*** Opening Source material ***

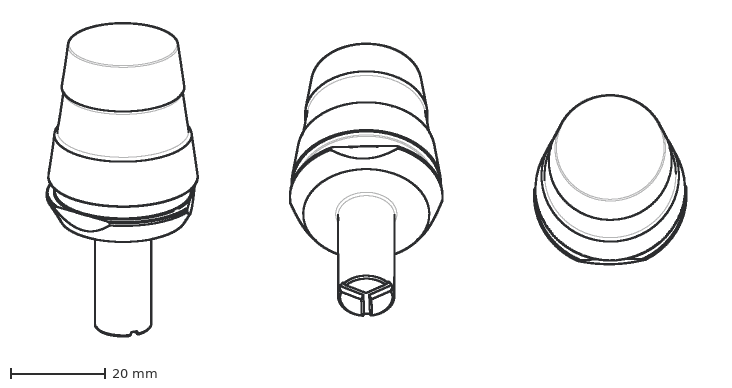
import cadquery as cq
import math

total_height = 65.1
flange_bottom = 25.2
flange_top = 30.9
barb_base = 34.3

shaft_radius = 6.0
shaft_chamfer = 0.45
neck_fillet = 0.5

flange_radius = 16.225
flange_rim_height = 0.8
flange_rim_chamfer = 0.2
flange_cone_angle = 30.0
flat_distance = 14.55
flat_angles = (30, 150, 270)

groove_radius = 14.45
groove_fillet = 0.2

lower_barb_bottom_radius = 15.9
lower_barb_top_radius = 14.6
middle_barb_bottom_radius = 13.95
middle_barb_top_radius = 12.65
upper_barb_bottom_radius = 13.05
upper_barb_top_radius = 11.7
lower_barb_top = 44.25
middle_barb_bottom = 45.0
middle_barb_top = 54.35
upper_barb_bottom = 55.2
lower_barb_lip = 0.2
crown_fillet = 0.3

foot_groove_depth = 1.05
foot_groove_roof_width = 1.2
foot_groove_mouth_width = 2.2
foot_groove_angles = (90, 210, 330)


def corner_arc_middle(start, end, corner):
    """Middle point of the elliptical quarter arc from start to end that hugs the given corner."""
    reach = 1 - math.sqrt(0.5)
    return tuple(c + reach * (s - c + e - c) for s, e, c in zip(start, end, corner))


def concave_arc(outline, start, end, corner):
    """Run the outline to start, then along a hollow arc to end."""
    return outline.lineTo(*start).threePointArc(corner_arc_middle(start, end, corner), end)


def turned_body():
    rim_bottom = flange_top - flange_rim_height
    cone_height = rim_bottom - flange_bottom
    cone_radius = flange_radius - cone_height * math.tan(math.radians(flange_cone_angle))

    outline = cq.Workplane("XZ").lineTo(shaft_radius - shaft_chamfer, 0)
    outline = outline.lineTo(shaft_radius, shaft_chamfer)
    outline = concave_arc(
        outline,
        (shaft_radius, flange_bottom - neck_fillet),
        (shaft_radius + neck_fillet, flange_bottom),
        (shaft_radius, flange_bottom),
    )

    outline = outline.lineTo(cone_radius, flange_bottom)
    outline = outline.lineTo(flange_radius, rim_bottom)
    outline = outline.lineTo(flange_radius, flange_top - flange_rim_chamfer)
    outline = outline.lineTo(flange_radius - flange_rim_chamfer, flange_top)
    outline = concave_arc(
        outline,
        (groove_radius + groove_fillet, flange_top),
        (groove_radius, flange_top + groove_fillet),
        (groove_radius, flange_top),
    )
    outline = concave_arc(
        outline,
        (groove_radius, barb_base - groove_fillet),
        (groove_radius + groove_fillet, barb_base),
        (groove_radius, barb_base),
    )

    outline = outline.lineTo(lower_barb_bottom_radius - lower_barb_lip, barb_base)
    outline = outline.lineTo(lower_barb_bottom_radius, barb_base + lower_barb_lip)
    outline = concave_arc(
        outline,
        (lower_barb_top_radius, lower_barb_top),
        (middle_barb_bottom_radius, middle_barb_bottom),
        (middle_barb_bottom_radius, lower_barb_top),
    )
    outline = concave_arc(
        outline,
        (middle_barb_top_radius, middle_barb_top),
        (upper_barb_bottom_radius, upper_barb_bottom),
        (middle_barb_top_radius, upper_barb_bottom),
    )
    outline = outline.lineTo(upper_barb_top_radius, total_height)
    outline = outline.lineTo(0, total_height).close()

    body = outline.revolve(360, (0, 0, 0), (0, 1, 0))
    return body.faces(">Z").edges().fillet(crown_fillet)


def flange_flat_cutter(angle):
    """Block that trims the flange to a flat facing the given direction."""
    cutter = cq.Workplane("XY", origin=(flat_distance, 0, flange_bottom)).box(
        flange_radius,
        2 * flange_radius,
        flange_top - flange_bottom,
        centered=(False, True, False),
    )
    return cutter.rotate((0, 0, 0), (0, 0, 1), angle)


def foot_groove_cutter(angle):
    """Tapered groove running from the axis out through the shaft wall."""
    section = [
        (-foot_groove_mouth_width / 2, 0),
        (foot_groove_mouth_width / 2, 0),
        (foot_groove_roof_width / 2, foot_groove_depth),
        (-foot_groove_roof_width / 2, foot_groove_depth),
    ]
    cutter = cq.Workplane("YZ").polyline(section).close().extrude(2 * shaft_radius)
    return cutter.rotate((0, 0, 0), (0, 0, 1), angle)


result = turned_body()
for flat_angle in flat_angles:
    result = result.cut(flange_flat_cutter(flat_angle))
for groove_angle in foot_groove_angles:
    result = result.cut(foot_groove_cutter(groove_angle))

*** Closing Source material ***

Exercise goal
Give back the listing unchanged. Strip out the pictures.

Response area
import cadquery as cq
import math

total_height = 65.1
flange_bottom = 25.2
flange_top = 30.9
barb_base = 34.3

shaft_radius = 6.0
shaft_chamfer = 0.45
neck_fillet = 0.5

flange_radius = 16.225
flange_rim_height = 0.8
flange_rim_chamfer = 0.2
flange_cone_angle = 30.0
flat_distance = 14.55
flat_angles = (30, 150, 270)

groove_radius = 14.45
groove_fillet = 0.2

lower_barb_bottom_radius = 15.9
lower_barb_top_radius = 14.6
middle_barb_bottom_radius = 13.95
middle_barb_top_radius = 12.65
upper_barb_bottom_radius = 13.05
upper_barb_top_radius = 11.7
lower_barb_top = 44.25
middle_barb_bottom = 45.0
middle_barb_top = 54.35
upper_barb_bottom = 55.2
lower_barb_lip = 0.2
crown_fillet = 0.3

foot_groove_depth = 1.05
foot_groove_roof_width = 1.2
foot_groove_mouth_width = 2.2
foot_groove_angles = (90, 210, 330)


def corner_arc_middle(start, end, corner):
    """Middle point of the elliptical quarter arc from start to end that hugs the given corner."""
    reach = 1 - math.sqrt(0.5)
    return tuple(c + reach * (s - c + e - c) for s, e, c in zip(start, end, corner))


def concave_arc(outline, start, end, corner):
    """Run the outline to start, then along a hollow arc to end."""
    return outline.lineTo(*start).threePointArc(corner_arc_middle(start, end, corner), end)


def turned_body():
    rim_bottom = flange_top - flange_rim_height
    cone_height = rim_bottom - flange_bottom
    cone_radius = flange_radius - cone_height * math.tan(math.radians(flange_cone_angle))

    outline = cq.Workplane("XZ").lineTo(shaft_radius - shaft_chamfer, 0)
    outline = outline.lineTo(shaft_radius, shaft_chamfer)
    outline = concave_arc(
        outline,
        (shaft_radius, flange_bottom - neck_fillet),
        (shaft_radius + neck_fillet, flange_bottom),
        (shaft_radius, flange_bottom),
    )

    outline = outline.lineTo(cone_radius, flange_bottom)
    outline = outline.lineTo(flange_radius, rim_bottom)
    outline = outline.lineTo(flange_radius, flange_top - flange_rim_chamfer)
    outline = outline.lineTo(flange_radius - flange_rim_chamfer, flange_top)
    outline = concave_arc(
        outline,
        (groove_radius + groove_fillet, flange_top),
        (groove_radius, flange_top + groove_fillet),
        (groove_radius, flange_top),
    )
    outline = concave_arc(
        outline,
        (groove_radius, barb_base - groove_fillet),
        (groove_radius + groove_fillet, barb_base),
        (groove_radius, barb_base),
    )

    outline = outline.lineTo(lower_barb_bottom_radius - lower_barb_lip, barb_base)
    outline = outline.lineTo(lower_barb_bottom_radius, barb_base + lower_barb_lip)
    outline = concave_arc(
        outline,
        (lower_barb_top_radius, lower_barb_top),
        (middle_barb_bottom_radius, middle_barb_bottom),
        (middle_barb_bottom_radius, lower_barb_top),
    )
    outline = concave_arc(
        outline,
        (middle_barb_top_radius, middle_barb_top),
        (upper_barb_bottom_radius, upper_barb_bottom),
        (middle_barb_top_radius, upper_barb_bottom),
    )
    outline = outline.lineTo(upper_barb_top_radius, total_height)
    outline = outline.lineTo(0, total_height).close()

    body = outline.revolve(360, (0, 0, 0), (0, 1, 0))
    return body.faces(">Z").edges().fillet(crown_fillet)


def flange_flat_cutter(angle):
    """Block that trims the flange to a flat facing the given direction."""
    cutter = cq.Workplane("XY", origin=(flat_distance, 0, flange_bottom)).box(
        flange_radius,
        2 * flange_radius,
        flange_top - flange_bottom,
        centered=(False, True, False),
    )
    return cutter.rotate((0, 0, 0), (0, 0, 1), angle)


def foot_groove_cutter(angle):
    """Tapered groove running from the axis out through the shaft wall."""
    section = [
        (-foot_groove_mouth_width / 2, 0),
        (foot_groove_mouth_width / 2, 0),
        (foot_groove_roof_width / 2, foot_groove_depth),
        (-foot_groove_roof_width / 2, foot_groove_depth),
    ]
    cutter = cq.Workplane("YZ").polyline(section).close().extrude(2 * shaft_radius)
    return cutter.rotate((0, 0, 0), (0, 0, 1), angle)


result = turned_body()
for flat_angle in flat_angles:
    result = result.cut(flange_flat_cutter(flat_angle))
for groove_angle in foot_groove_angles:
    result = result.cut(foot_groove_cutter(groove_angle))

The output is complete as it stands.